The defining property of this attack is that the asset Cream chose to accept as collateral could change its unit value to an arbitrary degree inside a single Ethereum block. That property is not an oracle bug — the oracle returned the correct arithmetic. It is a collateral-eligibility decision. Lending protocols that want to accept synthetic or wrapped assets as collateral are inheriting the volatility profile of the underlying redemption mechanics. If those mechanics allow the share-price calculation to be moved by an attacker who can borrow large positions atomically — and on Ethereum with flash loans, every attacker can — the asset is not appropriate collateral for a permissionless lending protocol regardless of how reliably the oracle reads its state.

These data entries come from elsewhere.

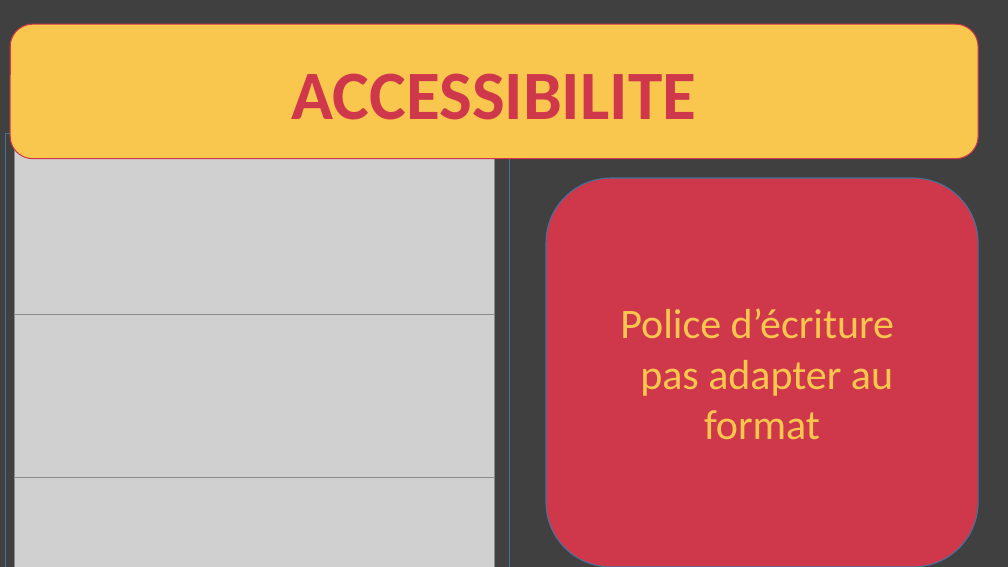
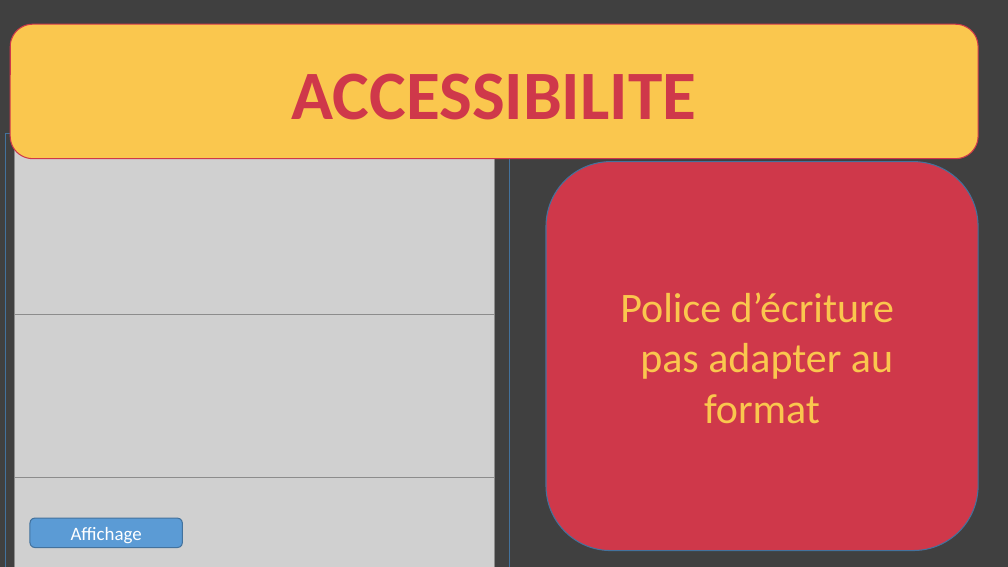
Before and after one commit to devfredgithub/CHOUETTEAGENCE, a slide deck: slide 15 of chouette agence [Enregistrement automatique].pptx (slide 14 before the commit). Drawn at 1008x567 pixels with LibreOffice and Linux fonts; fonts in the diff are those of the drawing; grey boxes stand for pictures. Boxes give left, top, right and bottom in pixels: in the first picture for what was removed or moved away, otherwise in the second. Text is boxed around its words. In the diff, an @@ line names an element or a change of style, - is before the commit and + after.

```diff
--- a/chouette agence [Enregistrement automatique].pptx
+++ b/chouette agence [Enregistrement automatique].pptx
@@ rounded rectangle "Police d’écriture": place and size @@
-rounded rectangle "Police d’écriture" at (546,178,979,567)
+rounded rectangle "Police d’écriture" at (546,162,979,551)
@@ rounded rectangle added at (30,518,183,547), fill #5B9BD5, outline #43739E 1 pt, 18 pt, text #FFFFFF @@
+Affichage
```
Also in this commit, not shown: 10 other slides changed, 1 slide removed.

The DeFi industry response to this incident accelerated the shift away from spot-price oracles drawn directly from on-chain liquidity pools or vault accounting and toward independent, time-weighted price feeds — Chainlink and similar — that aggregate market prices over windows long enough to dampen single-transaction manipulation. That shift is now standard practice. Any lending protocol launching today that uses a directly-read vault oracle for its collateral pricing is reproducing Cream’s 2021 architecture.

The repeated nature of Cream’s losses is the wider lesson. After the February and August incidents, the protocol added partial mitigations but did not fundamentally re-evaluate the class of collateral it accepted. Each subsequent exploit was a different specific path to the same architectural property: collateral whose price could be moved atomically. A protocol that has been exploited twice on related vectors and continues to deploy against the same architectural assumptions is not addressing the underlying issue. The third exploit was, in retrospect, predictable.